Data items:
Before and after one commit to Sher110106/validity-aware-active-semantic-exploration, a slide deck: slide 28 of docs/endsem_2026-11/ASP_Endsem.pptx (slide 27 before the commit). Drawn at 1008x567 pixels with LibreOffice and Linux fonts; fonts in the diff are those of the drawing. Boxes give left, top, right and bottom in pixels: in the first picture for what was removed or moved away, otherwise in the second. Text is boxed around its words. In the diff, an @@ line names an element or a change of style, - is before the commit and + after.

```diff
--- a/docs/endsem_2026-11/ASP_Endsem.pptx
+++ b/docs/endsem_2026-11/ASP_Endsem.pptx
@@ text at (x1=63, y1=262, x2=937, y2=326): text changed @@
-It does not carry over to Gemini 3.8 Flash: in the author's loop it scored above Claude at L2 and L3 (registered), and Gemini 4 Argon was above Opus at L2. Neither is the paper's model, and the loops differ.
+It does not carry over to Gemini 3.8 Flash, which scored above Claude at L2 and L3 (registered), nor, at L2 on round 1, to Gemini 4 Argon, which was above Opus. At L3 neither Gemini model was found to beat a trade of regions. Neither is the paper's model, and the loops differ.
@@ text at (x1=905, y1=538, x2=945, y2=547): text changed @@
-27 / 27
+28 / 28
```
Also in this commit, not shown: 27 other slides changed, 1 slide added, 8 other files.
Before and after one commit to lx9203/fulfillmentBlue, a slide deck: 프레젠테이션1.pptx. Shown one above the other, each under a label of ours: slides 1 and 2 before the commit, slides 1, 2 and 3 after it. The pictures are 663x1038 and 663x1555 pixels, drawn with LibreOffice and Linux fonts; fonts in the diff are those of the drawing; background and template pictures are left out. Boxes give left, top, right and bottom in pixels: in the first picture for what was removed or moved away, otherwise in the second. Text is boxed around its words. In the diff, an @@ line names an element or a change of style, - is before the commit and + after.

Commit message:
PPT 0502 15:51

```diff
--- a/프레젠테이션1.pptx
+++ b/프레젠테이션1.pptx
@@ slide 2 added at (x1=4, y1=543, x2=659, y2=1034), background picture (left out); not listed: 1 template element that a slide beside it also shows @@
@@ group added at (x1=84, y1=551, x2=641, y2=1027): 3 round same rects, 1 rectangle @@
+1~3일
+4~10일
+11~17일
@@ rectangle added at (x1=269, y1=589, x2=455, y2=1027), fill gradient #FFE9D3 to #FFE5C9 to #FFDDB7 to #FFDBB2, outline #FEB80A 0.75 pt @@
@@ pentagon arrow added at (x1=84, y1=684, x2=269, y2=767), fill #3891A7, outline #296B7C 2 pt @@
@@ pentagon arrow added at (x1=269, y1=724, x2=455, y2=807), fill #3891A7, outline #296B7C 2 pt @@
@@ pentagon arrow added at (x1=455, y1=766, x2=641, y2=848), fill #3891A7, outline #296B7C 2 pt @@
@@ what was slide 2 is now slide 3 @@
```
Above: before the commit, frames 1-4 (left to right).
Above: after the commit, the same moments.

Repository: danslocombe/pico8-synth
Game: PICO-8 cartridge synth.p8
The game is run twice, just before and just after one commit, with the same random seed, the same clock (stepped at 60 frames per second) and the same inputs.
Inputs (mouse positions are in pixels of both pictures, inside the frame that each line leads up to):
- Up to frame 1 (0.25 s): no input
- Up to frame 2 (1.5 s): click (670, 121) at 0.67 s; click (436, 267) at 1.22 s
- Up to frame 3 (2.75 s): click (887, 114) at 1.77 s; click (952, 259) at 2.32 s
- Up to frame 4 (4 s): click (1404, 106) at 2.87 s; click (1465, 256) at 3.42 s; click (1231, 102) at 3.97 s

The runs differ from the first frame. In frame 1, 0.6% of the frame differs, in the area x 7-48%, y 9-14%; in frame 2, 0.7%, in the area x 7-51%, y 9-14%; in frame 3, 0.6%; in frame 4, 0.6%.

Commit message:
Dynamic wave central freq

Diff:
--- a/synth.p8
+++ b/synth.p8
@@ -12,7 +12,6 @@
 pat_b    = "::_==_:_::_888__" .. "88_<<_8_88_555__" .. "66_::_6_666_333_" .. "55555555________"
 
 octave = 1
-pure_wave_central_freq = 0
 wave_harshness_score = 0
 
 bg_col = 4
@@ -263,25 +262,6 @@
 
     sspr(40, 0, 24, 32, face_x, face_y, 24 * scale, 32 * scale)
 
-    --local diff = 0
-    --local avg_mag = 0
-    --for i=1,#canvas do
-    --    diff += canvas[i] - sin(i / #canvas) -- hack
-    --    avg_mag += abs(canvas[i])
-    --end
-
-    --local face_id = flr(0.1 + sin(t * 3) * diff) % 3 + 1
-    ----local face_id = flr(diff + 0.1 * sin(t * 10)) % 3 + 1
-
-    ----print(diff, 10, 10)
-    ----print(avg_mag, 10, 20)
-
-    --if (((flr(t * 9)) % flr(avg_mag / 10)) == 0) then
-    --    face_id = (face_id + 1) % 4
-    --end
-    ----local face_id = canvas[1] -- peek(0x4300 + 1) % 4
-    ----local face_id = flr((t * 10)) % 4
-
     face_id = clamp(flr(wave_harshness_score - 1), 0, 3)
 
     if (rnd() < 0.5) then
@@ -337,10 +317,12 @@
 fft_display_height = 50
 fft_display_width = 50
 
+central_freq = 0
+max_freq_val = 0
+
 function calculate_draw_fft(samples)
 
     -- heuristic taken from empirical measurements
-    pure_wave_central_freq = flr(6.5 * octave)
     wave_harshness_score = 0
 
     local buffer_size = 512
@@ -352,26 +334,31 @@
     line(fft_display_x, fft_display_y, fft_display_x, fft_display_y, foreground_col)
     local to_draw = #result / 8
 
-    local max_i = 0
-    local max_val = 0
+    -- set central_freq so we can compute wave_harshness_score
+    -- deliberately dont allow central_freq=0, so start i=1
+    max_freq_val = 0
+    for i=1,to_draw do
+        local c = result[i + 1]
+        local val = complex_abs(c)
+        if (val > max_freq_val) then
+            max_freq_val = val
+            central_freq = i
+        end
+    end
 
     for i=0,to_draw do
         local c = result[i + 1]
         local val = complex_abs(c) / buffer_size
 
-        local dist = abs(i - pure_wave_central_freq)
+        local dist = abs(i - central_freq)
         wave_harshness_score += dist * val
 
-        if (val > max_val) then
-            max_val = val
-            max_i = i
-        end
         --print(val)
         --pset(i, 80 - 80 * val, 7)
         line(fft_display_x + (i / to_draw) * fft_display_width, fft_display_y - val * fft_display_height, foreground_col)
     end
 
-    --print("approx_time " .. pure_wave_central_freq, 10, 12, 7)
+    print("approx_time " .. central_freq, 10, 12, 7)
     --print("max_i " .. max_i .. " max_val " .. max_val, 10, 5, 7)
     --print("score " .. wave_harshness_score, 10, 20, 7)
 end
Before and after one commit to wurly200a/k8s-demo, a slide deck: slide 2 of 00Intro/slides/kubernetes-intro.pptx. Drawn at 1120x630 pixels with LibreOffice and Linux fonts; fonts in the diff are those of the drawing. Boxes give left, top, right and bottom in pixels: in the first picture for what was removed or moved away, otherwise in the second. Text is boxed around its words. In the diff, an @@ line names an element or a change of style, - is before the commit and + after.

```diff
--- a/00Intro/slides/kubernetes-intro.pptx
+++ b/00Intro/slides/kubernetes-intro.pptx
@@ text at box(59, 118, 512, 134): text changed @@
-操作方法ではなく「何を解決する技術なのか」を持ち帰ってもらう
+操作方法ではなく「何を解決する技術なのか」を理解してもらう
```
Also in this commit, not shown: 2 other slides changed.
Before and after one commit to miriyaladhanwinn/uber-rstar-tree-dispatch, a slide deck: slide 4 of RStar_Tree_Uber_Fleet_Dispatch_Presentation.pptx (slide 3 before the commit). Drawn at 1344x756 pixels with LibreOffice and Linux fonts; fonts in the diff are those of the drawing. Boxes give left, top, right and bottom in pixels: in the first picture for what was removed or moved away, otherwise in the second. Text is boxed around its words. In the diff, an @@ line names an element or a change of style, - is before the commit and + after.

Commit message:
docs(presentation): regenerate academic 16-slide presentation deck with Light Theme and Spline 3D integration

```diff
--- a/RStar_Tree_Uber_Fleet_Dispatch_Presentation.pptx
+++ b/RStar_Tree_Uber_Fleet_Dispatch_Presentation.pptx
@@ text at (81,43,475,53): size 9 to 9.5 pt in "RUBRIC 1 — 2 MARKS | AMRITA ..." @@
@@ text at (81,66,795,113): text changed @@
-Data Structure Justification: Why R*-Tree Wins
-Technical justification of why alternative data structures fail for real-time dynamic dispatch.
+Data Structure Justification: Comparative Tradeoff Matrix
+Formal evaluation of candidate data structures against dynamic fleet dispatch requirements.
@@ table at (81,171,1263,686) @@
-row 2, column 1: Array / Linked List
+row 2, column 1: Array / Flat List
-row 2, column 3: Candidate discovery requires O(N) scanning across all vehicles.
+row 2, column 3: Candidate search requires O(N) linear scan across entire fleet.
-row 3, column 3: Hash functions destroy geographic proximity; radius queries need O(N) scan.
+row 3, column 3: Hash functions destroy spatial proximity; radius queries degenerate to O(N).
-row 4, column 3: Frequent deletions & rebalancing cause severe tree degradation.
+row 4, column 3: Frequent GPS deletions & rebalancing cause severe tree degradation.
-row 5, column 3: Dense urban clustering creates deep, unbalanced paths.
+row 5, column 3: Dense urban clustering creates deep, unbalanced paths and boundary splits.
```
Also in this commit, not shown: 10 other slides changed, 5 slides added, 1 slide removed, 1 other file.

• Exercise directions: Would you copy every line of the entries in which "added" appears?

• Solution:
Also in this commit, not shown: 27 other slides changed, 1 slide added, 8 other files.
@@ slide 2 added at (x1=4, y1=543, x2=659, y2=1034), background picture (left out); not listed: 1 template element that a slide beside it also shows @@
@@ group added at (x1=84, y1=551, x2=641, y2=1027): 3 round same rects, 1 rectangle @@
@@ rectangle added at (x1=269, y1=589, x2=455, y2=1027), fill gradient #FFE9D3 to #FFE5C9 to #FFDDB7 to #FFDBB2, outline #FEB80A 0.75 pt @@
@@ pentagon arrow added at (x1=84, y1=684, x2=269, y2=767), fill #3891A7, outline #296B7C 2 pt @@
@@ pentagon arrow added at (x1=269, y1=724, x2=455, y2=807), fill #3891A7, outline #296B7C 2 pt @@
@@ pentagon arrow added at (x1=455, y1=766, x2=641, y2=848), fill #3891A7, outline #296B7C 2 pt @@
Also in this commit, not shown: 10 other slides changed, 5 slides added, 1 slide removed, 1 other file.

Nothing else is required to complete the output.